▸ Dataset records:

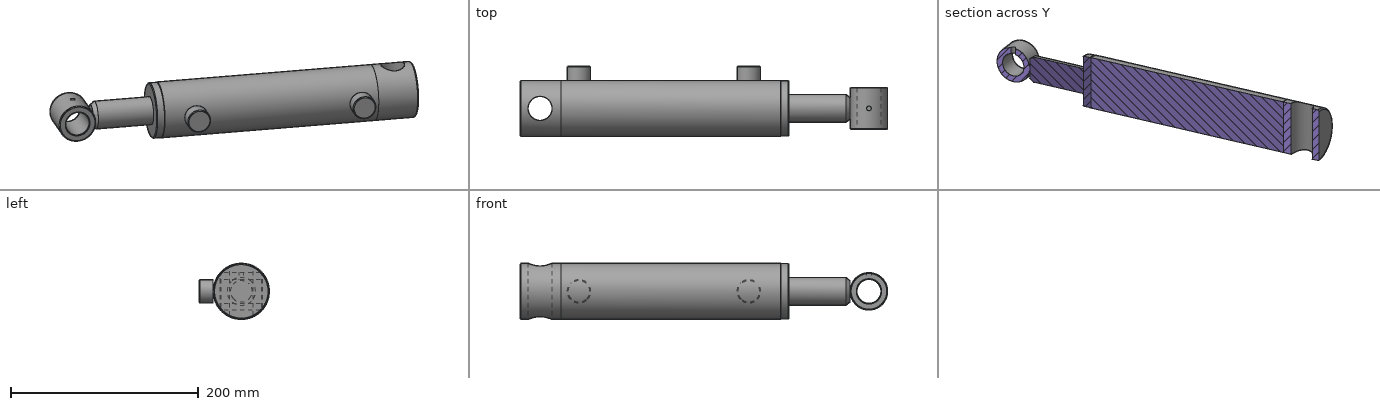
import cadquery as cq


barrel_radius = 30.0
head_radius = 29.7
cap_length = 44.0
tube_length = 234.0
head_length = 9.0
cap_chamfer = 1.5
head_rear_chamfer = 0.5
head_front_chamfer = 1.0

pin_diameter = 25.4
cap_pin_x = 21.6

port_diameter = 25.0
port_length = 15.0
port_chamfer = 1.0
first_port_x = 63.0
port_spacing = 181.0

rod_radius = 15.0
rod_taper_length = 4.5
rod_tip_radius = 11.5

eye_diameter = 40.0
eye_width = 45.0
eye_outer_chamfer = 1.0
eye_bore_chamfer = 0.8
grease_hole_diameter = 5.0
overall_length = 392.0

tube_start = cap_length
head_start = tube_start + tube_length
rod_start = head_start + head_length
eye_x = overall_length - eye_diameter / 2
rod_end = eye_x - eye_diameter / 2


def axial_cylinder(start, length, radius):
    """Solid cylinder on the X axis."""
    return cq.Workplane("YZ", origin=(start, 0, 0)).circle(radius).extrude(length)


def make_end_cap():
    cap = axial_cylinder(0, cap_length, barrel_radius)
    cap = cap.faces("<X").chamfer(cap_chamfer)
    pin_hole = (
        cq.Workplane("XY", origin=(cap_pin_x, 0, -barrel_radius))
        .circle(pin_diameter / 2)
        .extrude(2 * barrel_radius)
    )
    return cap.cut(pin_hole)


def make_tube():
    return axial_cylinder(tube_start, tube_length, barrel_radius)


def make_head():
    head = axial_cylinder(head_start, head_length, head_radius)
    head = head.faces("<X").chamfer(head_rear_chamfer)
    return head.faces(">X").chamfer(head_front_chamfer)


def make_port(x):
    """Round port whose flat base touches the tube along its +Y side."""
    port = (
        cq.Workplane("XZ", origin=(x, barrel_radius, 0))
        .circle(port_diameter / 2)
        .extrude(-port_length)
    )
    return port.faces(">Y").chamfer(port_chamfer)


def make_rod():
    """Rod from the head to the eye, with a conical tip."""
    taper_start = rod_end - rod_taper_length
    half_profile = (
        cq.Workplane("XY")
        .moveTo(rod_start, 0)
        .lineTo(rod_start, rod_radius)
        .lineTo(taper_start, rod_radius)
        .lineTo(rod_end, rod_tip_radius)
        .lineTo(rod_end, 0)
        .close()
    )
    return half_profile.revolve(360, (0, 0, 0), (1, 0, 0))


def make_rod_eye():
    eye_plane = cq.Workplane("XZ", origin=(eye_x, eye_width / 2, 0))
    eye = eye_plane.circle(eye_diameter / 2).extrude(eye_width)
    eye = eye.faces("<Y or >Y").chamfer(eye_outer_chamfer)
    bore = eye_plane.circle(pin_diameter / 2).extrude(eye_width)
    eye = eye.cut(bore)
    smallest_circles = cq.selectors.RadiusNthSelector(0)
    eye = eye.faces("<Y or >Y").edges(smallest_circles).chamfer(eye_bore_chamfer)
    grease_hole = (
        cq.Workplane("XY", origin=(eye_x, 0, 0))
        .circle(grease_hole_diameter / 2)
        .extrude(eye_diameter / 2)
    )
    return eye.cut(grease_hole)


end_cap = make_end_cap()
tube = make_tube()
head = make_head()
ports = [make_port(first_port_x + i * port_spacing) for i in range(2)]
rod = make_rod()
rod_eye = make_rod_eye()

result = cq.Compound.makeCompound(
    [
        end_cap.val(),
        tube.val(),
        head.val(),
        *[port.val() for port in ports],
        rod.val(),
        rod_eye.val(),
    ]
)

▸ YOUR OBJECTIVE: With the line that contains "head = make_head()" as your start, reproduce the data above exactly through its last line, and nothing before that start.

▸ WRITTEN SOLUTION:
head = make_head()
ports = [make_port(first_port_x + i * port_spacing) for i in range(2)]
rod = make_rod()
rod_eye = make_rod_eye()

result = cq.Compound.makeCompound(
    [
        end_cap.val(),
        tube.val(),
        head.val(),
        *[port.val() for port in ports],
        rod.val(),
        rod_eye.val(),
    ]
)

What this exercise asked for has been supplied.